Transcribe the data exactly. Leave nothing out.

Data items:
▼▼▼

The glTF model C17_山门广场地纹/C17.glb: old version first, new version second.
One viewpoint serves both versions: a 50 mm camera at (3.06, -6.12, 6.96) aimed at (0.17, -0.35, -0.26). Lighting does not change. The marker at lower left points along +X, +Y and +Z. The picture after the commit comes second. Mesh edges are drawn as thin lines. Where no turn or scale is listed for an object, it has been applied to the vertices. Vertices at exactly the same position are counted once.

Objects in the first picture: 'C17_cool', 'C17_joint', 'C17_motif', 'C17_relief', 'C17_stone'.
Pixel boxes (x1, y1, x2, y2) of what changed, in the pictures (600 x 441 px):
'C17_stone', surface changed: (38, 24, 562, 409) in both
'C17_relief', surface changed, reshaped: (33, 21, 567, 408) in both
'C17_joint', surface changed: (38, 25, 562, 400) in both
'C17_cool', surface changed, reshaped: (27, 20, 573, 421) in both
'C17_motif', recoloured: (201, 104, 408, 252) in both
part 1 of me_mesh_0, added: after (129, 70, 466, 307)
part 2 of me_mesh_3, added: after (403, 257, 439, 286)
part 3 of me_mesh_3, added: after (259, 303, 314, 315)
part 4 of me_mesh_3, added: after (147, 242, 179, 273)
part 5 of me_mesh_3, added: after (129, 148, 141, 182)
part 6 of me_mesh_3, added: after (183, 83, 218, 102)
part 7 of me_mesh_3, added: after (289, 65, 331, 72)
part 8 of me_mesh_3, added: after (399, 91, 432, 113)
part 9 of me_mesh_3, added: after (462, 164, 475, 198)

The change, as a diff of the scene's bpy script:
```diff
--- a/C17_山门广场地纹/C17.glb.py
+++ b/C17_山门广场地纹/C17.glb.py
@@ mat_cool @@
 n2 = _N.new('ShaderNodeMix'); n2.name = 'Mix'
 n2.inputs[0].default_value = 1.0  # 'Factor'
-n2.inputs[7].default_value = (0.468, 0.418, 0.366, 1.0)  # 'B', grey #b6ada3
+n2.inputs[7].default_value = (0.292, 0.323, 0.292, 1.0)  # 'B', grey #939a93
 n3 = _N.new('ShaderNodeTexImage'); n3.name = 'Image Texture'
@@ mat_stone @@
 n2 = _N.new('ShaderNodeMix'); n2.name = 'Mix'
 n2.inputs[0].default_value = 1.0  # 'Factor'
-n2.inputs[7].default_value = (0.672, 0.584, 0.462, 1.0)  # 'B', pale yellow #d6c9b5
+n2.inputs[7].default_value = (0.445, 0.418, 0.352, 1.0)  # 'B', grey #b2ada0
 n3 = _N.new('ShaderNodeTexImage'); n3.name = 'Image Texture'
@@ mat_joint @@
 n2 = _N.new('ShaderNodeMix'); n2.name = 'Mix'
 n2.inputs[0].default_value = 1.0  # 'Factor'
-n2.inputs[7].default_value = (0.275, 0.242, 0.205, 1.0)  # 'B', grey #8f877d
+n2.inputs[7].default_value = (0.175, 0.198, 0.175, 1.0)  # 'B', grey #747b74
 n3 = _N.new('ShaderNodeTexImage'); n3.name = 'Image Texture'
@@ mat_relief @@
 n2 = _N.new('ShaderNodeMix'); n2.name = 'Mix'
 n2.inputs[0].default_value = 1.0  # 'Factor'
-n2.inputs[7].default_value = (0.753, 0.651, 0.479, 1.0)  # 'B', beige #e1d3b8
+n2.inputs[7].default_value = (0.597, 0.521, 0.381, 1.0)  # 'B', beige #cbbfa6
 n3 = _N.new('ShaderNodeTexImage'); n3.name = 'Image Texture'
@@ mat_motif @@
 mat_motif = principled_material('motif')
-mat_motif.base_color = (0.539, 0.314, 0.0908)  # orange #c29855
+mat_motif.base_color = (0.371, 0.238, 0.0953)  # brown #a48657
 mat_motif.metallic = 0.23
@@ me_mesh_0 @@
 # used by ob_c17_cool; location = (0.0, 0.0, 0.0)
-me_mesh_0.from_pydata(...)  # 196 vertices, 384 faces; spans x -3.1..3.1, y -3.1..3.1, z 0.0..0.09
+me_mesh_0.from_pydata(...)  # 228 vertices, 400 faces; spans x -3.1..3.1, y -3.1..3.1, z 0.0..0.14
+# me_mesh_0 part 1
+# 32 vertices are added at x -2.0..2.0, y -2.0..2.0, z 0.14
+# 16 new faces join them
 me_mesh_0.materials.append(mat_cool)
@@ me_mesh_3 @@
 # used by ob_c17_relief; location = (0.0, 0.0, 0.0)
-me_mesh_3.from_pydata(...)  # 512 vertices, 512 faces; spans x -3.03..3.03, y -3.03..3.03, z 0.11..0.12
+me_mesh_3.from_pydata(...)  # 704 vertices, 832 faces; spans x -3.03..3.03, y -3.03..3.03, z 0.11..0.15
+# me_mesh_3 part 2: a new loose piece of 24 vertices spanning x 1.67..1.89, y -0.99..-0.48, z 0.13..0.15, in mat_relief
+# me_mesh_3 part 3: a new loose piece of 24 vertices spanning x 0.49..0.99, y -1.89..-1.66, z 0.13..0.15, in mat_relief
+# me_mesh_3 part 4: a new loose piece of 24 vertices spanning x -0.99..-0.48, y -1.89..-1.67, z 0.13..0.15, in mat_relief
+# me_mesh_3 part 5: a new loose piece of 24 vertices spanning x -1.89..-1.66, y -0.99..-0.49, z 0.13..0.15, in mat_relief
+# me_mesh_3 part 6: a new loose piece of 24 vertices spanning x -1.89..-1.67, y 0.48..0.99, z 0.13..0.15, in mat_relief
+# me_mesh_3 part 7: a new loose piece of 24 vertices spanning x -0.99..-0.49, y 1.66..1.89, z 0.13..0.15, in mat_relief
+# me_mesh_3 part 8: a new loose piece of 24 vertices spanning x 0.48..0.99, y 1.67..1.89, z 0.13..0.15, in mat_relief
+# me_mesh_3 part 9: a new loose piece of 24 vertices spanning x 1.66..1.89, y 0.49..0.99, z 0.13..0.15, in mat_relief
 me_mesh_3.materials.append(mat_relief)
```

▲▲▲

-- ANSWER AREA --
The glTF model C17_山门广场地纹/C17.glb: old version first, new version second.
One viewpoint serves both versions: a 50 mm camera at (3.06, -6.12, 6.96) aimed at (0.17, -0.35, -0.26). Lighting does not change. The marker at lower left points along +X, +Y and +Z. The picture after the commit comes second. Mesh edges are drawn as thin lines. Where no turn or scale is listed for an object, it has been applied to the vertices. Vertices at exactly the same position are counted once.

Objects in the first picture: 'C17_cool', 'C17_joint', 'C17_motif', 'C17_relief', 'C17_stone'.
Pixel boxes (x1, y1, x2, y2) of what changed, in the pictures (600 x 441 px):
'C17_stone', surface changed: (38, 24, 562, 409) in both
'C17_relief', surface changed, reshaped: (33, 21, 567, 408) in both
'C17_joint', surface changed: (38, 25, 562, 400) in both
'C17_cool', surface changed, reshaped: (27, 20, 573, 421) in both
'C17_motif', recoloured: (201, 104, 408, 252) in both
part 1 of me_mesh_0, added: after (129, 70, 466, 307)
part 2 of me_mesh_3, added: after (403, 257, 439, 286)
part 3 of me_mesh_3, added: after (259, 303, 314, 315)
part 4 of me_mesh_3, added: after (147, 242, 179, 273)
part 5 of me_mesh_3, added: after (129, 148, 141, 182)
part 6 of me_mesh_3, added: after (183, 83, 218, 102)
part 7 of me_mesh_3, added: after (289, 65, 331, 72)
part 8 of me_mesh_3, added: after (399, 91, 432, 113)
part 9 of me_mesh_3, added: after (462, 164, 475, 198)

The change, as a diff of the scene's bpy script:
```diff
--- a/C17_山门广场地纹/C17.glb.py
+++ b/C17_山门广场地纹/C17.glb.py
@@ mat_cool @@
 n2 = _N.new('ShaderNodeMix'); n2.name = 'Mix'
 n2.inputs[0].default_value = 1.0  # 'Factor'
-n2.inputs[7].default_value = (0.468, 0.418, 0.366, 1.0)  # 'B', grey #b6ada3
+n2.inputs[7].default_value = (0.292, 0.323, 0.292, 1.0)  # 'B', grey #939a93
 n3 = _N.new('ShaderNodeTexImage'); n3.name = 'Image Texture'
@@ mat_stone @@
 n2 = _N.new('ShaderNodeMix'); n2.name = 'Mix'
 n2.inputs[0].default_value = 1.0  # 'Factor'
-n2.inputs[7].default_value = (0.672, 0.584, 0.462, 1.0)  # 'B', pale yellow #d6c9b5
+n2.inputs[7].default_value = (0.445, 0.418, 0.352, 1.0)  # 'B', grey #b2ada0
 n3 = _N.new('ShaderNodeTexImage'); n3.name = 'Image Texture'
@@ mat_joint @@
 n2 = _N.new('ShaderNodeMix'); n2.name = 'Mix'
 n2.inputs[0].default_value = 1.0  # 'Factor'
-n2.inputs[7].default_value = (0.275, 0.242, 0.205, 1.0)  # 'B', grey #8f877d
+n2.inputs[7].default_value = (0.175, 0.198, 0.175, 1.0)  # 'B', grey #747b74
 n3 = _N.new('ShaderNodeTexImage'); n3.name = 'Image Texture'
@@ mat_relief @@
 n2 = _N.new('ShaderNodeMix'); n2.name = 'Mix'
 n2.inputs[0].default_value = 1.0  # 'Factor'
-n2.inputs[7].default_value = (0.753, 0.651, 0.479, 1.0)  # 'B', beige #e1d3b8
+n2.inputs[7].default_value = (0.597, 0.521, 0.381, 1.0)  # 'B', beige #cbbfa6
 n3 = _N.new('ShaderNodeTexImage'); n3.name = 'Image Texture'
@@ mat_motif @@
 mat_motif = principled_material('motif')
-mat_motif.base_color = (0.539, 0.314, 0.0908)  # orange #c29855
+mat_motif.base_color = (0.371, 0.238, 0.0953)  # brown #a48657
 mat_motif.metallic = 0.23
@@ me_mesh_0 @@
 # used by ob_c17_cool; location = (0.0, 0.0, 0.0)
-me_mesh_0.from_pydata(...)  # 196 vertices, 384 faces; spans x -3.1..3.1, y -3.1..3.1, z 0.0..0.09
+me_mesh_0.from_pydata(...)  # 228 vertices, 400 faces; spans x -3.1..3.1, y -3.1..3.1, z 0.0..0.14
+# me_mesh_0 part 1
+# 32 vertices are added at x -2.0..2.0, y -2.0..2.0, z 0.14
+# 16 new faces join them
 me_mesh_0.materials.append(mat_cool)
@@ me_mesh_3 @@
 # used by ob_c17_relief; location = (0.0, 0.0, 0.0)
-me_mesh_3.from_pydata(...)  # 512 vertices, 512 faces; spans x -3.03..3.03, y -3.03..3.03, z 0.11..0.12
+me_mesh_3.from_pydata(...)  # 704 vertices, 832 faces; spans x -3.03..3.03, y -3.03..3.03, z 0.11..0.15
+# me_mesh_3 part 2: a new loose piece of 24 vertices spanning x 1.67..1.89, y -0.99..-0.48, z 0.13..0.15, in mat_relief
+# me_mesh_3 part 3: a new loose piece of 24 vertices spanning x 0.49..0.99, y -1.89..-1.66, z 0.13..0.15, in mat_relief
+# me_mesh_3 part 4: a new loose piece of 24 vertices spanning x -0.99..-0.48, y -1.89..-1.67, z 0.13..0.15, in mat_relief
+# me_mesh_3 part 5: a new loose piece of 24 vertices spanning x -1.89..-1.66, y -0.99..-0.49, z 0.13..0.15, in mat_relief
+# me_mesh_3 part 6: a new loose piece of 24 vertices spanning x -1.89..-1.67, y 0.48..0.99, z 0.13..0.15, in mat_relief
+# me_mesh_3 part 7: a new loose piece of 24 vertices spanning x -0.99..-0.49, y 1.66..1.89, z 0.13..0.15, in mat_relief
+# me_mesh_3 part 8: a new loose piece of 24 vertices spanning x 0.48..0.99, y 1.67..1.89, z 0.13..0.15, in mat_relief
+# me_mesh_3 part 9: a new loose piece of 24 vertices spanning x 1.66..1.89, y 0.49..0.99, z 0.13..0.15, in mat_relief
 me_mesh_3.materials.append(mat_relief)
```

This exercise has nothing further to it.